**WORK REQUIRED**. Type out the listing below exactly. Pictures stay out of it.

+++ DATA FOR REVIEW

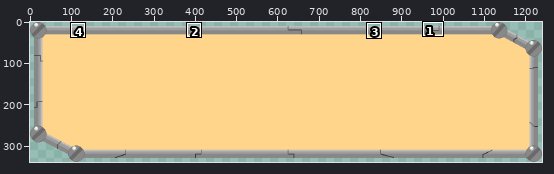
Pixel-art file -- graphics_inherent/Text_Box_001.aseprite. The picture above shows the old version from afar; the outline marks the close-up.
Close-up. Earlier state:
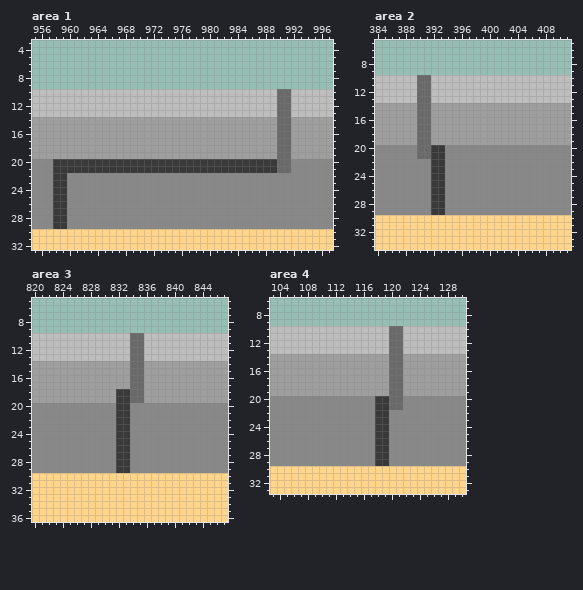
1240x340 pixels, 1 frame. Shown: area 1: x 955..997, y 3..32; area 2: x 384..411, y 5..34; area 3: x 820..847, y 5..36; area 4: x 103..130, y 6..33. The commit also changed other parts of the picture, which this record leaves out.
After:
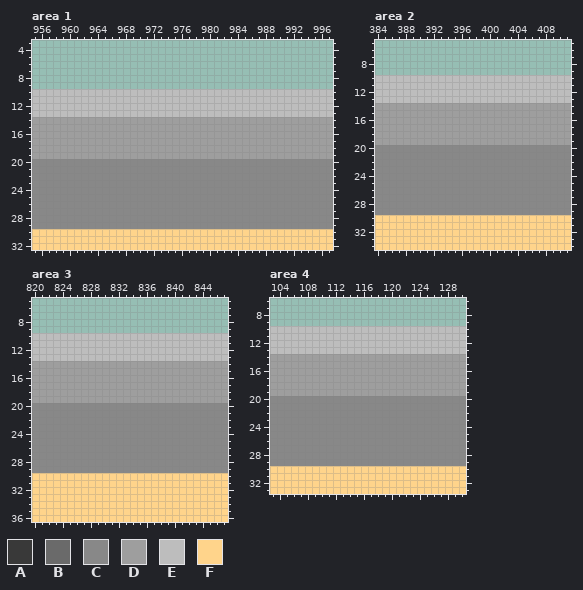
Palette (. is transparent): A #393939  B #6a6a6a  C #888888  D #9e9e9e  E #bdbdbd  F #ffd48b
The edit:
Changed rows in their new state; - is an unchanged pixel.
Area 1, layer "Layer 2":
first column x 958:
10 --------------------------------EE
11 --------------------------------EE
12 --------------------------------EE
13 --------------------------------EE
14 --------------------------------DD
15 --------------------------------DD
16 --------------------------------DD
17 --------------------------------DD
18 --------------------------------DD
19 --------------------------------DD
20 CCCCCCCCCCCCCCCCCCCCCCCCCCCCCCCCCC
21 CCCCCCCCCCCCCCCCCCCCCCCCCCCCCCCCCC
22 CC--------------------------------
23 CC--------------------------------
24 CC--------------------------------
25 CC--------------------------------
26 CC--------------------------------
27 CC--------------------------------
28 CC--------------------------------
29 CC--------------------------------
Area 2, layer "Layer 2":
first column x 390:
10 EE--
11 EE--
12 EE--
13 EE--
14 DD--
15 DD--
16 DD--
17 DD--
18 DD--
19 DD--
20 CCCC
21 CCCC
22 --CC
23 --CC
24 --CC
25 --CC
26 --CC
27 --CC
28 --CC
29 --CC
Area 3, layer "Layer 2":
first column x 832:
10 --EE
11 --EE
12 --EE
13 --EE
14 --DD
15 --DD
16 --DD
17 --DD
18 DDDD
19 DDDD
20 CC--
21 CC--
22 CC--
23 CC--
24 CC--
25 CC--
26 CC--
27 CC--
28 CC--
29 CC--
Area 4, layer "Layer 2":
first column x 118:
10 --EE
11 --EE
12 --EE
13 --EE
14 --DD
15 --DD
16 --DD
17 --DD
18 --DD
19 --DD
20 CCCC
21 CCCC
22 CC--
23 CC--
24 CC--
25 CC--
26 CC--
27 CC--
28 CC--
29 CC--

++++++

**RESPONSE BOX**.
Pixel-art file -- graphics_inherent/Text_Box_001.aseprite. The picture above shows the old version from afar; the outline marks the close-up.
Close-up. Earlier state:
1240x340 pixels, 1 frame. Shown: area 1: x 955..997, y 3..32; area 2: x 384..411, y 5..34; area 3: x 820..847, y 5..36; area 4: x 103..130, y 6..33. The commit also changed other parts of the picture, which this record leaves out.
After:
Palette (. is transparent): A #393939  B #6a6a6a  C #888888  D #9e9e9e  E #bdbdbd  F #ffd48b
The edit:
Changed rows in their new state; - is an unchanged pixel.
Area 1, layer "Layer 2":
first column x 958:
10 --------------------------------EE
11 --------------------------------EE
12 --------------------------------EE
13 --------------------------------EE
14 --------------------------------DD
15 --------------------------------DD
16 --------------------------------DD
17 --------------------------------DD
18 --------------------------------DD
19 --------------------------------DD
20 CCCCCCCCCCCCCCCCCCCCCCCCCCCCCCCCCC
21 CCCCCCCCCCCCCCCCCCCCCCCCCCCCCCCCCC
22 CC--------------------------------
23 CC--------------------------------
24 CC--------------------------------
25 CC--------------------------------
26 CC--------------------------------
27 CC--------------------------------
28 CC--------------------------------
29 CC--------------------------------
Area 2, layer "Layer 2":
first column x 390:
10 EE--
11 EE--
12 EE--
13 EE--
14 DD--
15 DD--
16 DD--
17 DD--
18 DD--
19 DD--
20 CCCC
21 CCCC
22 --CC
23 --CC
24 --CC
25 --CC
26 --CC
27 --CC
28 --CC
29 --CC
Area 3, layer "Layer 2":
first column x 832:
10 --EE
11 --EE
12 --EE
13 --EE
14 --DD
15 --DD
16 --DD
17 --DD
18 DDDD
19 DDDD
20 CC--
21 CC--
22 CC--
23 CC--
24 CC--
25 CC--
26 CC--
27 CC--
28 CC--
29 CC--
Area 4, layer "Layer 2":
first column x 118:
10 --EE
11 --EE
12 --EE
13 --EE
14 --DD
15 --DD
16 --DD
17 --DD
18 --DD
19 --DD
20 CCCC
21 CCCC
22 CC--
23 CC--
24 CC--
25 CC--
26 CC--
27 CC--
28 CC--
29 CC--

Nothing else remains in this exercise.